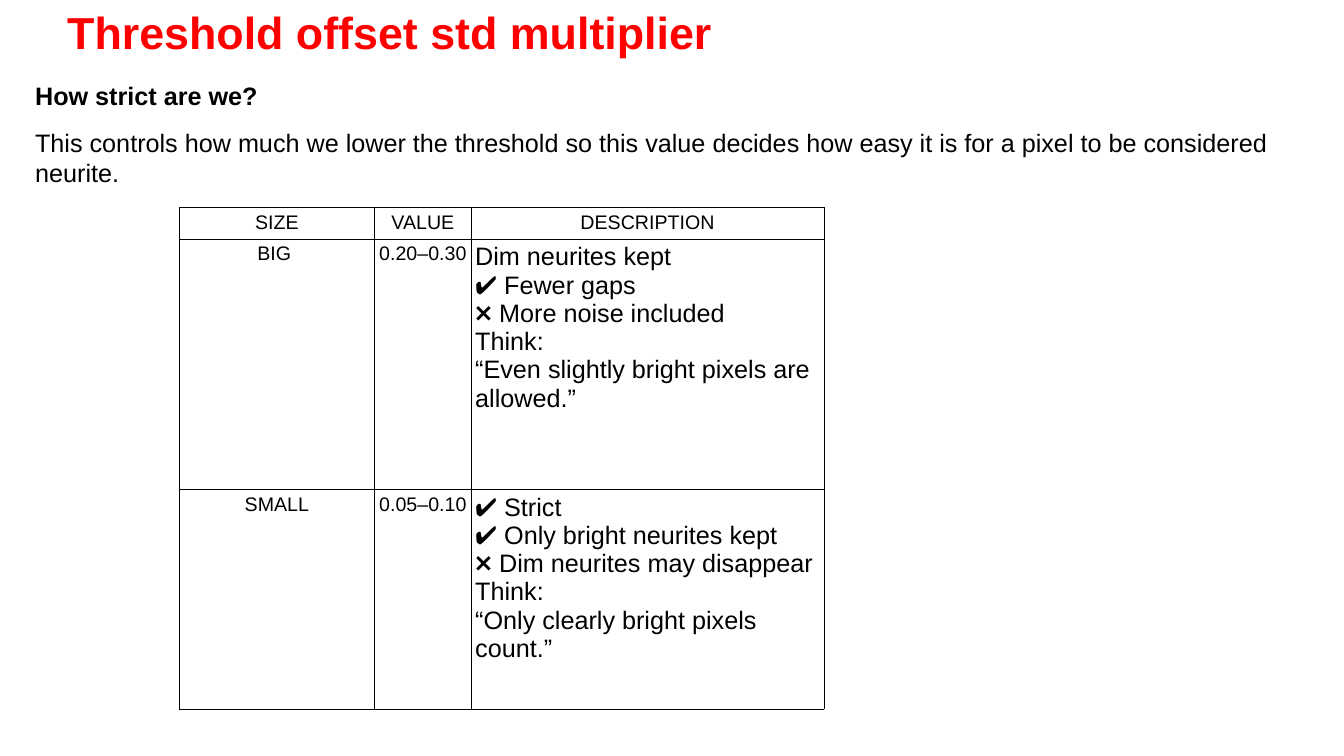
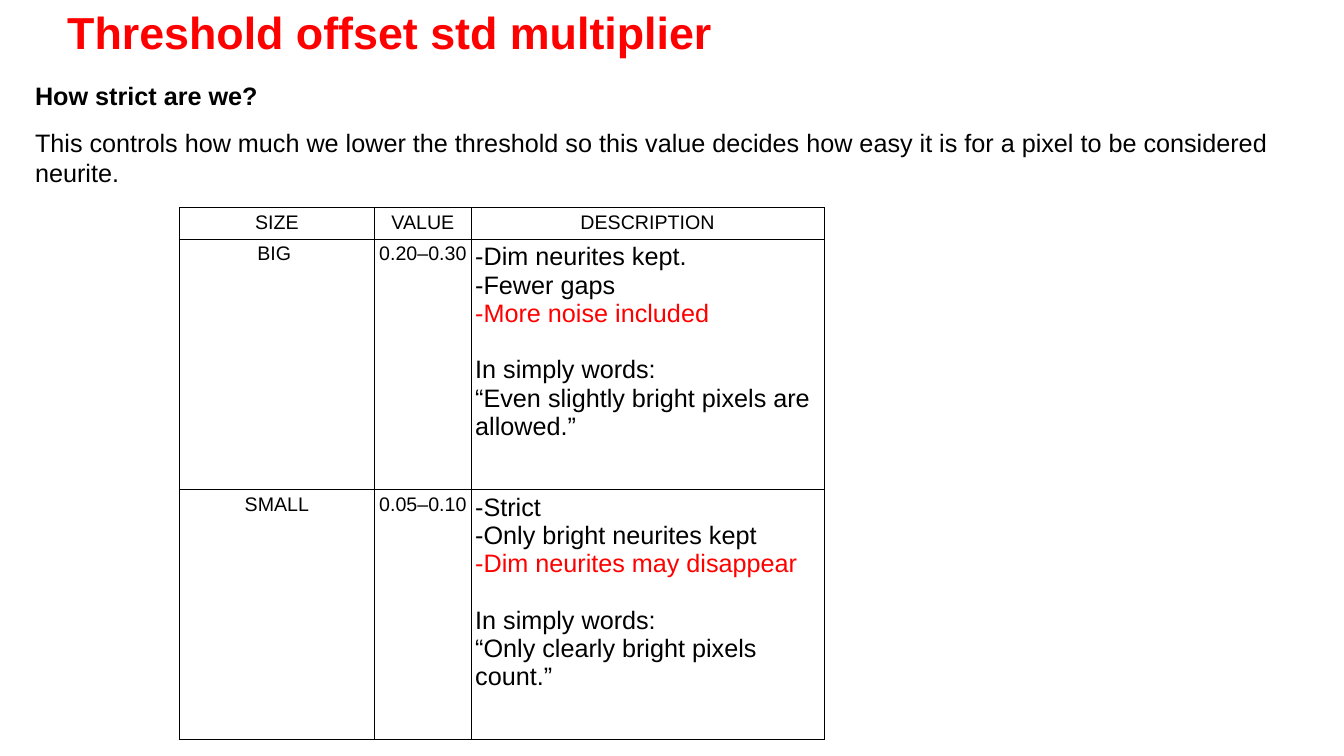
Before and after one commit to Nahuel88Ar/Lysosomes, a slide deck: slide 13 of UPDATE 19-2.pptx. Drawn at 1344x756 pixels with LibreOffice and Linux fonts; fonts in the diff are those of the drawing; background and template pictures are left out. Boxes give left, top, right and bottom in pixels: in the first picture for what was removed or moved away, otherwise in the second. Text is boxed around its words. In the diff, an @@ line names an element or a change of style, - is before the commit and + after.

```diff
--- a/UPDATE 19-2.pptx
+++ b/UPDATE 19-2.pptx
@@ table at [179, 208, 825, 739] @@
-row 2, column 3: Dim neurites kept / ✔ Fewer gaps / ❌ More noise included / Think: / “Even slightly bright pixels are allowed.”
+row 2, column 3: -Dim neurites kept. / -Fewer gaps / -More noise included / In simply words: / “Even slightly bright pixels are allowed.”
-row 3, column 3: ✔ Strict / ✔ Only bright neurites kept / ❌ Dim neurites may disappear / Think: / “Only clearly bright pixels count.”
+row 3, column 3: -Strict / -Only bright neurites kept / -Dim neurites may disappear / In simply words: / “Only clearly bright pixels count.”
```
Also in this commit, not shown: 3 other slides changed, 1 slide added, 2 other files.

§ §

**Problem requirements:**
Line by line, write out the records above exactly, skipping the pictures.

**The answer:**
Before and after one commit to Nahuel88Ar/Lysosomes, a slide deck: slide 13 of UPDATE 19-2.pptx. Drawn at 1344x756 pixels with LibreOffice and Linux fonts; fonts in the diff are those of the drawing; background and template pictures are left out. Boxes give left, top, right and bottom in pixels: in the first picture for what was removed or moved away, otherwise in the second. Text is boxed around its words. In the diff, an @@ line names an element or a change of style, - is before the commit and + after.

```diff
--- a/UPDATE 19-2.pptx
+++ b/UPDATE 19-2.pptx
@@ table at [179, 208, 825, 739] @@
-row 2, column 3: Dim neurites kept / ✔ Fewer gaps / ❌ More noise included / Think: / “Even slightly bright pixels are allowed.”
+row 2, column 3: -Dim neurites kept. / -Fewer gaps / -More noise included / In simply words: / “Even slightly bright pixels are allowed.”
-row 3, column 3: ✔ Strict / ✔ Only bright neurites kept / ❌ Dim neurites may disappear / Think: / “Only clearly bright pixels count.”
+row 3, column 3: -Strict / -Only bright neurites kept / -Dim neurites may disappear / In simply words: / “Only clearly bright pixels count.”
```
Also in this commit, not shown: 3 other slides changed, 1 slide added, 2 other files.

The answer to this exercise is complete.